Directions = Filter the entries that follow, copying every line in which the word "mixer" appears.

*** Opening of Data listing ***

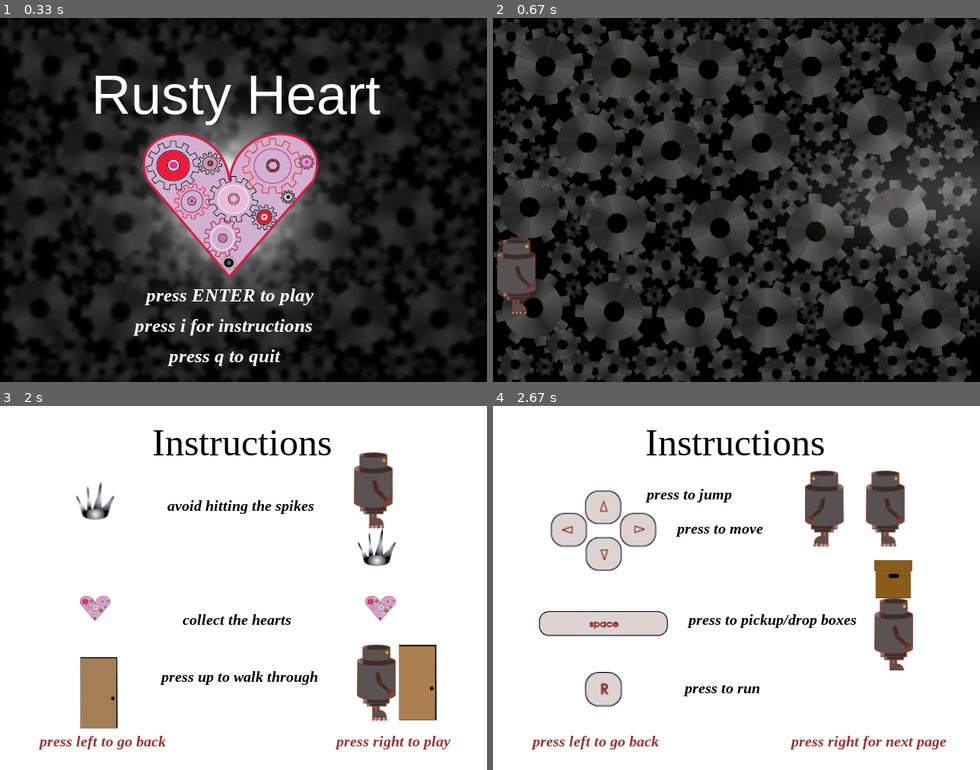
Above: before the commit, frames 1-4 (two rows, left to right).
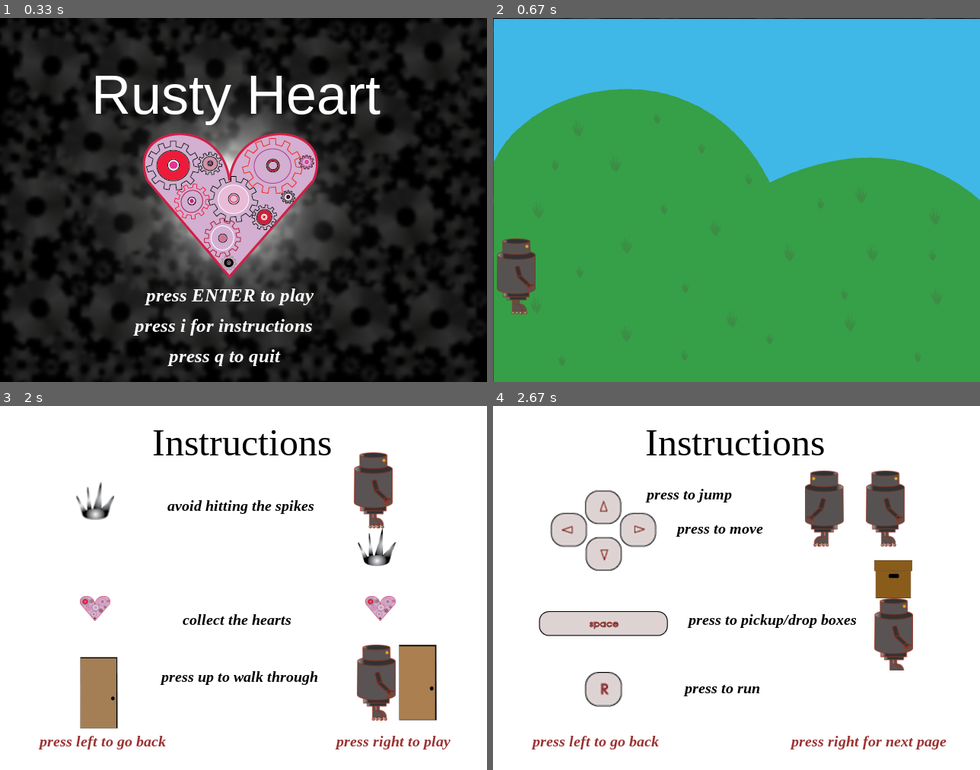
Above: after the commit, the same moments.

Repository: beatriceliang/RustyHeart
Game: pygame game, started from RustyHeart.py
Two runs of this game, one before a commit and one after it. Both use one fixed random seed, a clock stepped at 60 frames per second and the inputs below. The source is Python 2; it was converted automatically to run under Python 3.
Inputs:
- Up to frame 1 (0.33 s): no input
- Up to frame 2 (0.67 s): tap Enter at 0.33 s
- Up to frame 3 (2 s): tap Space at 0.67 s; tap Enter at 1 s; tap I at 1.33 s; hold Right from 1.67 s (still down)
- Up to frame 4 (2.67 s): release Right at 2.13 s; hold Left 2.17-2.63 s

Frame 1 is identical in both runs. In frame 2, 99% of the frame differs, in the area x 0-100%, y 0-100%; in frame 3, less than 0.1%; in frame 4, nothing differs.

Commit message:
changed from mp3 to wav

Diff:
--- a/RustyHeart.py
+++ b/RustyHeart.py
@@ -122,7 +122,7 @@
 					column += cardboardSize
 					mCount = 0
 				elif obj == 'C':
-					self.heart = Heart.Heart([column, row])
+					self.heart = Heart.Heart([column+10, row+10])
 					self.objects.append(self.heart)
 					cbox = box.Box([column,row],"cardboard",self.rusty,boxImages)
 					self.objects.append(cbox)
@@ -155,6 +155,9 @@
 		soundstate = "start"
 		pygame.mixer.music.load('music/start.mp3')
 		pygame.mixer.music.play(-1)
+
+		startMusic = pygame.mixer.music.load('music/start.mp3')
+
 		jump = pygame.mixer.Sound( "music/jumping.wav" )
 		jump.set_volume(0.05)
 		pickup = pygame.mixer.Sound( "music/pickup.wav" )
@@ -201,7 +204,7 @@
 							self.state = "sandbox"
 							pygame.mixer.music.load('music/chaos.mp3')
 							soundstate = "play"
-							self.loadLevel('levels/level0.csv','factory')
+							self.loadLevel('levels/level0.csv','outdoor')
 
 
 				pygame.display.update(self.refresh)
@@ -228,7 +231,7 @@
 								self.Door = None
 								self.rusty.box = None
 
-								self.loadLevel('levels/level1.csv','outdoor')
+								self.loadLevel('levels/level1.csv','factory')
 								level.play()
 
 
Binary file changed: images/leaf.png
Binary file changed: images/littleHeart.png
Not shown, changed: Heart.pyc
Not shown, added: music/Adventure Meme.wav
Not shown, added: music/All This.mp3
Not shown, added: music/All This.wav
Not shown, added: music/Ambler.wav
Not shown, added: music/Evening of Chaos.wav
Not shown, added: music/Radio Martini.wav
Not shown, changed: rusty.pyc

*** Close of Data listing ***
*** Opening of Data listing ***

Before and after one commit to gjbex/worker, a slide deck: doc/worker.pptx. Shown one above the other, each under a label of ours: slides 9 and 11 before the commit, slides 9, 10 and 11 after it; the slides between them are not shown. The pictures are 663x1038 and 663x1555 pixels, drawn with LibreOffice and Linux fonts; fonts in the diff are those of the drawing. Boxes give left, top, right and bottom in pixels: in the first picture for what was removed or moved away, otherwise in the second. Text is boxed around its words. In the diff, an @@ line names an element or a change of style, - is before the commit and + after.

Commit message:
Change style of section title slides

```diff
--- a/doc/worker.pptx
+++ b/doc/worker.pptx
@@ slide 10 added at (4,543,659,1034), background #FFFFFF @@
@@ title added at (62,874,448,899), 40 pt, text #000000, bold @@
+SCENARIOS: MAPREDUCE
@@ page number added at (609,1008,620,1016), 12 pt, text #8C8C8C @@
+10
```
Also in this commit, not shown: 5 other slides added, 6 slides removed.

*** Close of Data listing ***
*** Opening of Data listing ***

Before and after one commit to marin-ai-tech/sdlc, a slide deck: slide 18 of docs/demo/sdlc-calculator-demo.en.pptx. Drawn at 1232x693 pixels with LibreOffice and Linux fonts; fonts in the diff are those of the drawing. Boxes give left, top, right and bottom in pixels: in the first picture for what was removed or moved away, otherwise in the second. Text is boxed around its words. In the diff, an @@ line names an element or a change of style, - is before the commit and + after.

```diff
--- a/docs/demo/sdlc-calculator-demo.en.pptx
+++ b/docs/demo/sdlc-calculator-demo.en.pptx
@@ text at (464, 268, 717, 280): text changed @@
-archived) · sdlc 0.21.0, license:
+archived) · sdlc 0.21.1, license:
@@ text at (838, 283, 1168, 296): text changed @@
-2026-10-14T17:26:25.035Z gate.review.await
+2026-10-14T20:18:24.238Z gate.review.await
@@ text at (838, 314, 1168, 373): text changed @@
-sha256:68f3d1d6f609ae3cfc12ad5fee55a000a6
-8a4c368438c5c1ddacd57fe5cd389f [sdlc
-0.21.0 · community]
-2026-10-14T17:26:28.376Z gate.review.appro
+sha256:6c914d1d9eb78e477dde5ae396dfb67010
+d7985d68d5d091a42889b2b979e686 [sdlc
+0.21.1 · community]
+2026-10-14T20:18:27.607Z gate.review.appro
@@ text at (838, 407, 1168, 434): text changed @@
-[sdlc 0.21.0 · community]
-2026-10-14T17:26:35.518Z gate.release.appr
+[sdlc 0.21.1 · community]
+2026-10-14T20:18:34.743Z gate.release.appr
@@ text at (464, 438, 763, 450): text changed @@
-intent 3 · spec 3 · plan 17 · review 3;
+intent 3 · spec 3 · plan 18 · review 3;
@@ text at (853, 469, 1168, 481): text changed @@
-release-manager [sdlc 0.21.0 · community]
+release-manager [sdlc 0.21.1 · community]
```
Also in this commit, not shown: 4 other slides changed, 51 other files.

*** Close of Data listing ***

Answer area =
 		pygame.mixer.music.load('music/start.mp3')
 		pygame.mixer.music.play(-1)
+		startMusic = pygame.mixer.music.load('music/start.mp3')
 		jump = pygame.mixer.Sound( "music/jumping.wav" )
 		pickup = pygame.mixer.Sound( "music/pickup.wav" )
 							pygame.mixer.music.load('music/chaos.mp3')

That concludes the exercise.